Many of Allam’s roles are based on his appeal as a vulnerable middle-class sex symbol, quick-witted but big-hearted. Maybe that sound coming into bed is the clincher: deep, rich and smooth. In 2010’s Tamara Drewe, he was a crime detective novelist who was in love with Gemma Arterton – he ended up being trampled to death by cows, and in the French farce Boing-Boing, he reconciled three estranged suitors. Continuing Talks from a Long Marriage on Radio 4 sees him as Joanna Lumley’s grumpy but loving husband as the two discuss friends’ divorces, descaling boilers and whether it’s reasonable to expect dancing and Having sex on the same night.
However, despite this distinctive personality, Allam says he is not quite as comfortable as himself. “I would feel uncomfortable going on TV and just being me. I don’t like it at all.” Those who book Celebrity Traitors or Bake Off should try somewhere else; He says that even group shows are not his bag, despite his obvious talent for comedy and great speech delivery. “No, I hate it. I wouldn’t be any good.”

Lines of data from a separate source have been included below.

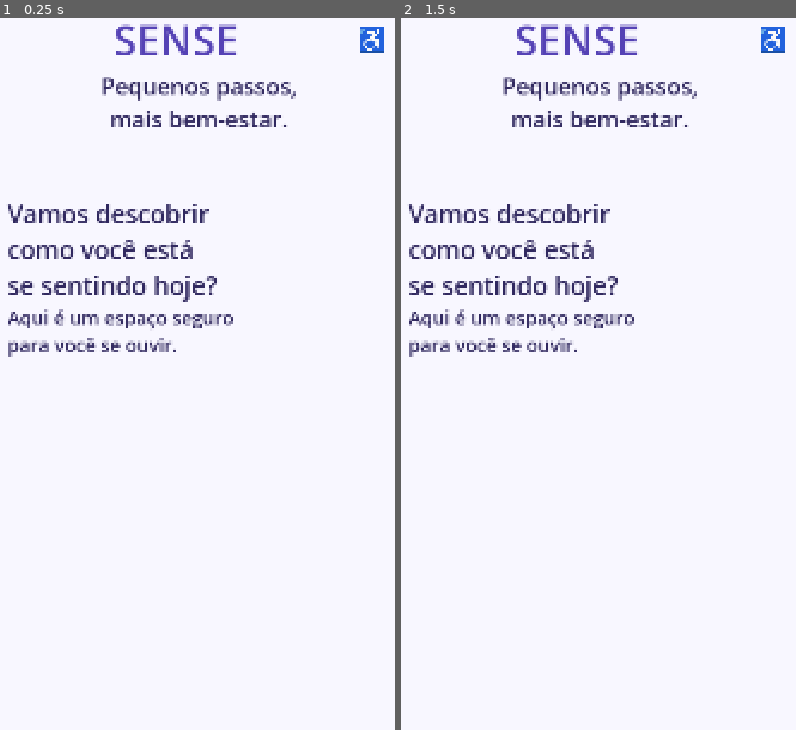
Above: before the commit, frames 1-2 (left to right).
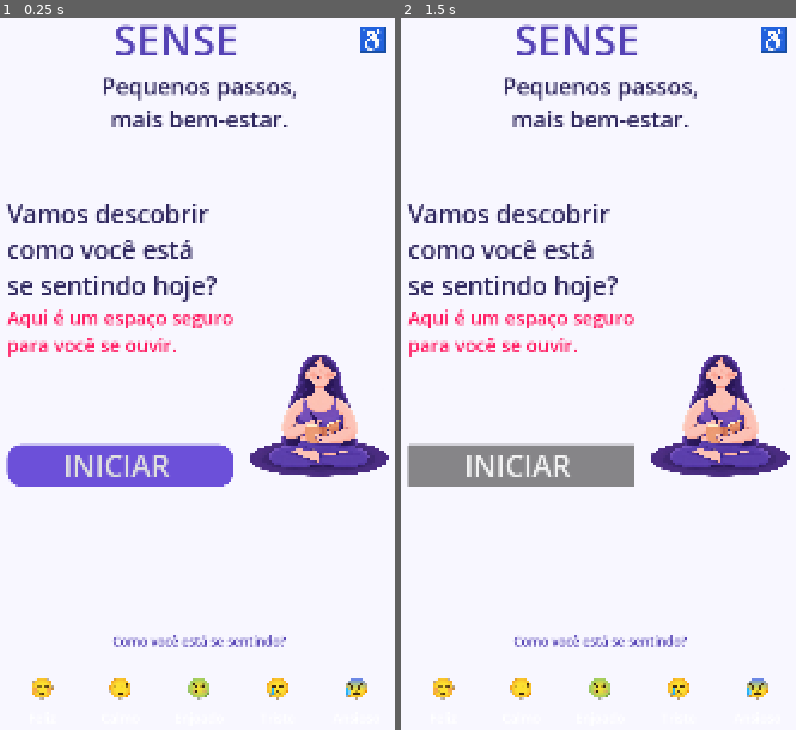
Above: after the commit, the same moments.

Repository: paulo11r/sense
Game: Godot game, scene res://cenas/telas/Menu.tscn
The game is run twice, just before and just after one commit, with the same random seed, the same clock (stepped at 60 frames per second) and the same inputs. The project has no main scene, so this scene is started directly.
Inputs (mouse positions are in pixels of both pictures, inside the frame that each line leads up to):
- Up to frame 1 (0.25 s): no input
- Up to frame 2 (1.5 s): click (519, 466) at 0.5 s, where only the run after the commit has a clickable "INICIAR"; click (519, 466) at 1.25 s, where only the run after the commit has a clickable "INICIAR"

The runs differ from the first frame. In frame 1, 10% of the frame differs, in the area x 1-99%, y 1-96%; in frame 2, 10%.

Commit message:
atualizações da tela inicial

Diff:
--- a/cenas/telas/Menu.tscn
+++ b/cenas/telas/Menu.tscn
@@ -1,4 +1,6 @@
 [gd_scene format=3 uid="uid://bmmikc7l5sdkx"]
+
+[ext_resource type="Texture2D" uid="uid://1ilhbw4yhgpp" path="res://recursos/imagens/imagens.acessibility.png" id="1_um1n5"]
 
 [sub_resource type="Theme" id="Theme_2i17p"]
 
@@ -27,6 +29,16 @@
 corner_radius_bottom_left = 24
 shadow_size = 8
 shadow_offset = Vector2(0, 4)
+
+[sub_resource type="StyleBoxFlat" id="StyleBoxFlat_q0i6t"]
+bg_color = Color(0.42352942, 0.3137255, 0.8509804, 1)
+corner_radius_top_left = 35
+corner_radius_top_right = 35
+corner_radius_bottom_right = 35
+corner_radius_bottom_left = 35
+
+[sub_resource type="StyleBoxFlat" id="StyleBoxFlat_2i17p"]
+bg_color = Color(0.5764706, 0.5764706, 0.5764706, 0)
 
 [node name="Menu" type="Control" unique_id=862536870]
 layout_mode = 3
@@ -116,10 +128,15 @@
 layout_mode = 2
 
 [node name="Hero" type="HBoxContainer" parent="SafeArea/MainColumn" unique_id=1148704014]
-layout_mode = 2
+custom_minimum_size = Vector2(0, 500)
+layout_mode = 2
+size_flags_vertical = 3
+theme_override_constants/separation = 30
 
 [node name="HeroText" type="VBoxContainer" parent="SafeArea/MainColumn/Hero" unique_id=964514094]
-layout_mode = 2
+custom_minimum_size = Vector2(430, 0)
+layout_mode = 2
+size_flags_horizontal = 3
 
 [node name="Question" type="Label" parent="SafeArea/MainColumn/Hero/HeroText" unique_id=2012105958]
 layout_mode = 2
@@ -131,7 +148,147 @@
 
 [node name="Label" type="Label" parent="SafeArea/MainColumn/Hero/HeroText" unique_id=460065713]
 layout_mode = 2
-theme_override_colors/font_color = Color(0.1882353, 0.15686275, 0.37254903, 1)
+theme_override_colors/font_color = Color(1, 0.09411765, 0.37254903, 1)
 theme_override_font_sizes/font_size = 45
 text = "Aqui é um espaço seguro
 para você se ouvir."
+
+[node name="ButtonSpacer" type="Control" parent="SafeArea/MainColumn/Hero/HeroText" unique_id=1821021248]
+custom_minimum_size = Vector2(0, 200)
+layout_mode = 2
+
+[node name="StartButton" type="Button" parent="SafeArea/MainColumn/Hero/HeroText" unique_id=1939076010]
+custom_minimum_size = Vector2(0, 100)
+layout_mode = 2
+theme_override_font_sizes/font_size = 70
+theme_override_styles/normal = SubResource("StyleBoxFlat_q0i6t")
+text = "INICIAR "
+
+[node name="Illustraction" type="TextureRect" parent="SafeArea/MainColumn/Hero" unique_id=1281101169]
+custom_minimum_size = Vector2(350, 450)
+layout_mode = 2
+texture = ExtResource("1_um1n5")
+expand_mode = 1
+stretch_mode = 5
+
+[node name="MoodCard" type="PanelContainer" parent="SafeArea/MainColumn" unique_id=1368236256]
+layout_mode = 2
+theme_override_styles/panel = SubResource("StyleBoxFlat_2i17p")
+
+[node name="MoodRow" type="HBoxContainer" parent="SafeArea/MainColumn/MoodCard" unique_id=1476543984]
+layout_mode = 2
+
+[node name="FeelingsPreview" type="VBoxContainer" parent="SafeArea/MainColumn/MoodCard/MoodRow" unique_id=1072463338]
+custom_minimum_size = Vector2(0, 270)
+layout_mode = 2
+size_flags_horizontal = 3
+theme_override_constants/separation = 20
+
+[node name="PreviewTitle" type="Label" parent="SafeArea/MainColumn/MoodCard/MoodRow/FeelingsPreview" unique_id=190467910]
+custom_minimum_size = Vector2(0, 55)
+layout_mode = 2
+theme_override_colors/font_color = Color(0.33333334, 0.25882354, 0.70980394, 1)
+theme_override_font_sizes/font_size = 30
+text = "Como você está se sentindo?"
+horizontal_alignment = 1
+
+[node name="EmotionsRow" type="HBoxContainer" parent="SafeArea/MainColumn/MoodCard/MoodRow/FeelingsPreview" unique_id=1020676145]
+custom_minimum_size = Vector2(0, 180)
+layout_mode = 2
+size_flags_vertical = 3
+theme_override_constants/separation = 20
+
+[node name="Happy" type="VBoxContainer" parent="SafeArea/MainColumn/MoodCard/MoodRow/FeelingsPreview/EmotionsRow" unique_id=1961989412]
+custom_minimum_size = Vector2(150, 170)
+layout_mode = 2
+size_flags_horizontal = 3
+
+[node name="Icon" type="Label" parent="SafeArea/MainColumn/MoodCard/MoodRow/FeelingsPreview/EmotionsRow/Happy" unique_id=382145595]
+custom_minimum_size = Vector2(0, 105)
+layout_mode = 2
+theme_override_font_sizes/font_size = 60
+text = "😊"
+horizontal_alignment = 1
+vertical_alignment = 1
+
+[node name="Name" type="Label" parent="SafeArea/MainColumn/MoodCard/MoodRow/FeelingsPreview/EmotionsRow/Happy" unique_id=1359781584]
+layout_mode = 2
+theme_override_font_sizes/font_size = 30
+text = "Feliz"
+horizontal_alignment = 1
+
+[node name="Calm" type="VBoxContainer" parent="SafeArea/MainColumn/MoodCard/MoodRow/FeelingsPreview/EmotionsRow" unique_id=238396102]
+custom_minimum_size = Vector2(150, 170)
+layout_mode = 2
+size_flags_horizontal = 3
+
+[node name="Icon" type="Label" parent="SafeArea/MainColumn/MoodCard/MoodRow/FeelingsPreview/EmotionsRow/Calm" unique_id=305896189]
+custom_minimum_size = Vector2(0, 105)
+layout_mode = 2
+theme_override_font_sizes/font_size = 60
+text = "😌"
+horizontal_alignment = 1
+vertical_alignment = 1
+
+[node name="Name" type="Label" parent="SafeArea/MainColumn/MoodCard/MoodRow/FeelingsPreview/EmotionsRow/Calm" unique_id=97964288]
+layout_mode = 2
+theme_override_font_sizes/font_size = 30
+text = "Calmo"
+horizontal_alignment = 1
+
+[node name="Nauseous" type="VBoxContainer" parent="SafeArea/MainColumn/MoodCard/MoodRow/FeelingsPreview/EmotionsRow" unique_id=890698204]
+custom_minimum_size = Vector2(150, 170)
+layout_mode = 2
+size_flags_horizontal = 3
+
+[node name="Icon" type="Label" parent="SafeArea/MainColumn/MoodCard/MoodRow/FeelingsPreview/EmotionsRow/Nauseous" unique_id=1454898092]
+custom_minimum_size = Vector2(0, 105)
+layout_mode = 2
+theme_override_font_sizes/font_size = 60
+text = "🤢"
+horizontal_alignment = 1
+vertical_alignment = 1
+
+[node name="Name" type="Label" parent="SafeArea/MainColumn/MoodCard/MoodRow/FeelingsPreview/EmotionsRow/Nauseous" unique_id=1822237502]
+layout_mode = 2
+theme_override_font_sizes/font_size = 30
+text = "Enjoado"
+horizontal_alignment = 1
+
+[node name="Sad" type="VBoxContainer" parent="SafeArea/MainColumn/MoodCard/MoodRow/FeelingsPreview/EmotionsRow" unique_id=1534736014]
+custom_minimum_size = Vector2(150, 170)
+layout_mode = 2
+size_flags_horizontal = 3
+
+[node name="Icon" type="Label" parent="SafeArea/MainColumn/MoodCard/MoodRow/FeelingsPreview/EmotionsRow/Sad" unique_id=1171627609]
+custom_minimum_size = Vector2(0, 105)
+layout_mode = 2
+theme_override_font_sizes/font_size = 60
+text = "😢"
+horizontal_alignment = 1
+vertical_alignment = 1
+
+[node name="Name" type="Label" parent="SafeArea/MainColumn/MoodCard/MoodRow/FeelingsPreview/EmotionsRow/Sad" unique_id=1070158925]
+layout_mode = 2
+theme_override_font_sizes/font_size = 30
+text = "Triste"
+horizontal_alignment = 1
+
+[node name="Anxious" type="VBoxContainer" parent="SafeArea/MainColumn/MoodCard/MoodRow/FeelingsPreview/EmotionsRow" unique_id=434567653]
+custom_minimum_size = Vector2(150, 170)
+layout_mode = 2
+size_flags_horizontal = 3
+
+[node name="Icon" type="Label" parent="SafeArea/MainColumn/MoodCard/MoodRow/FeelingsPreview/EmotionsRow/Anxious" unique_id=1718169528]
+custom_minimum_size = Vector2(0, 105)
+layout_mode = 2
+theme_override_font_sizes/font_size = 60
+text = "😰"
+horizontal_alignment = 1
+vertical_alignment = 1
+
+[node name="Name" type="Label" parent="SafeArea/MainColumn/MoodCard/MoodRow/FeelingsPreview/EmotionsRow/Anxious" unique_id=1082811259]
+layout_mode = 2
+theme_override_font_sizes/font_size = 30
+text = "Ansioso"
+horizontal_alignment = 1
Binary file added: recursos/imagens/imagens.acessibility.png
Not shown, changed: recursos/imagens/imagens.acessibility.png.import
Binary file removed: recursos/imagens/imagens_acessibility.jpg

It is also interesting that he feels a greater kinship not with those roles which one might assume closely mirror the real-life man, but with de Fred Thursday in the Inspector Morse prequel Endeavor. “Having played a lot of cynical middle-class scoundrels, I was immediately drawn to the character because this was more of my actual family background – working class. One grandfather was a worker on a building site, the other was a bricklayer,” he says.
“Thursday is definitely someone from my father’s generation. My mother was born in 1912, my father in 1914, and his brother Fred was born in 1916. Playing with him was an opportunity to explore and remember the 1960s and the lives of people like my family.”
The choir also taps into this interest in the past lives of ordinary people who come together to make beauty amidst difficulties. “Singing in a choir is a way to bring communities together. Art, music, drama – these are the things we do best. And we’re not killing each other by the millions over it.”
It stops. “It got me thinking that maybe I should join a choir or get some lessons and see where my voice is… if it’s still there in some form.”